Every time I deliver a sermon people come up in wonderment and ask where I learned to preach. However, I never get to tell them because they immediately fall to the floor laughing and roll away. I am, of course, glad to see people being happy, but I would like to answer that question.
I learned to preach not in the classroom nor the study nor the pulpit but in the gymnasium. I love college wrestling and, when we lived in the Midwest, I drove hundreds of miles through zero-visibility blizzards to watch the then-titans of the sport: Iowa vs. Iowa State. I think I like wrestling because so many things in our lives are stacked against us, but in wrestling you go to the mat with someone exactly your own size. Winning, therefore, does not depend on your father’s friends or your mother’s money. It depends entirely on your own determination, strength, speed, and ability to seize split-second opportunities.
In those days, nobody could stop Iowa State University’s incredible juggernaut, Dan Gable. The Russians had seen Gable on film and, prior to the 1972 Olympic Games, the Soviet sports commissars (also known as S.A.S. — Soviet Athletic Supporters) searched all over the Soviet Union for someone to go to the mat with Gable.
Beating Dan Gable was a Soviet national priority. As expected, the gold medal event at Munich came down to the Russian and the American, man against man, and Dan Gable demonstrated conclusively in 1972 that, at 149.5 pounds, he was the best in the world.
However, there is one division where the scales are not even. In those days, heavyweights could be any size, and Dan Gable had an Iowa State and Olympic teammate named Chris Taylor who came into the circle at a mere 420 to 450 pounds (depending on what he ate for lunch). Now 280 pounds is a very big man, but trying to take down Chris Taylor was to imagine putting Mount Everest on its back. For this task, the popular term is appropriate — “truly awesome.” How would you prepare for a wrestling match with a 400 pounder? I suppose you could practice by taping together a couple of 200 pounders.
Over the years a lot of wrestlers tried a lot of moves on Chris Taylor. They tried to push him backward and to the right side and to the left side — all without success. However, Taylor lost the Olympic gold medal because his opponent did the one thing he never expected. Dietrich of West Germany grabbed Taylor around what might, by courtesy only, be called his waist and pulled him forward! This hold, called a souplesse, involves getting your opponent off his feet and up on your chest, then falling backwards and twisting him over before he comes down and crushes your ribs and skull. The souplesse takes great speed, strength, and courage, and I would never have believed it possible with 420 pounds unless I had seen it on television with my own eyes.

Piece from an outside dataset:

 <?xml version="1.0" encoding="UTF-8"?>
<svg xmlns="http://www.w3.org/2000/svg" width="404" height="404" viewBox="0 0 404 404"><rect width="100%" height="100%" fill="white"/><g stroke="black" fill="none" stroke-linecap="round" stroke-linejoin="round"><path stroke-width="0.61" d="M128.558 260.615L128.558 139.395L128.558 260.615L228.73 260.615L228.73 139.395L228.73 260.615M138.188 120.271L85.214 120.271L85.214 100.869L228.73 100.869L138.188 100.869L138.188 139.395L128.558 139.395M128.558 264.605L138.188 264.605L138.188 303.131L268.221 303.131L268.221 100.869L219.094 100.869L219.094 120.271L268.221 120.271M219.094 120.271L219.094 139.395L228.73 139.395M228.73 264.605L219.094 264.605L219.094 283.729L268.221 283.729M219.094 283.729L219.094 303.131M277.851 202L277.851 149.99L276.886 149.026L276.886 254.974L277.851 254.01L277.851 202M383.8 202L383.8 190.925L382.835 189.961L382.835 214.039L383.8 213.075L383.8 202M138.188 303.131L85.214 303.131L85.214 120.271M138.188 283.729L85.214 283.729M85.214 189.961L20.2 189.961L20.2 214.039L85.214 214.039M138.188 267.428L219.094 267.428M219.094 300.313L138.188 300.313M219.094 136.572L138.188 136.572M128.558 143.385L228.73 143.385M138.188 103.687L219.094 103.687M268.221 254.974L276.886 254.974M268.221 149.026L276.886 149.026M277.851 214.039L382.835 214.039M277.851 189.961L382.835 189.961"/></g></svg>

Sermons are like wrestling matches. Preachers try to push you around in predictable directions, and since you know what is coming you are prepared to resist these holds and stay on your feet. Week after week preachers work up a sweat circling around a congregation and quit when the whistle blows without a single takedown because every move was expected and effectively countered. Thus, if congregations are going to be pinned by the Word of God, preachers need to come at them in unexpected ways. After all the ordination vows require the use of our imaginations (Book of Order G14.0207h). Of course, trying to flatten a congregation by going for the pin is not the only goal of Christian preaching. Sometimes people just need to be grabbed and hugged. Other times they only require a bit of exercise so that circling around with them for a little while is sufficient. In my preaching however, I keep trying the souplesse, and one of these days I will get it right. Until then I will just have to be content to let congregations fall on me.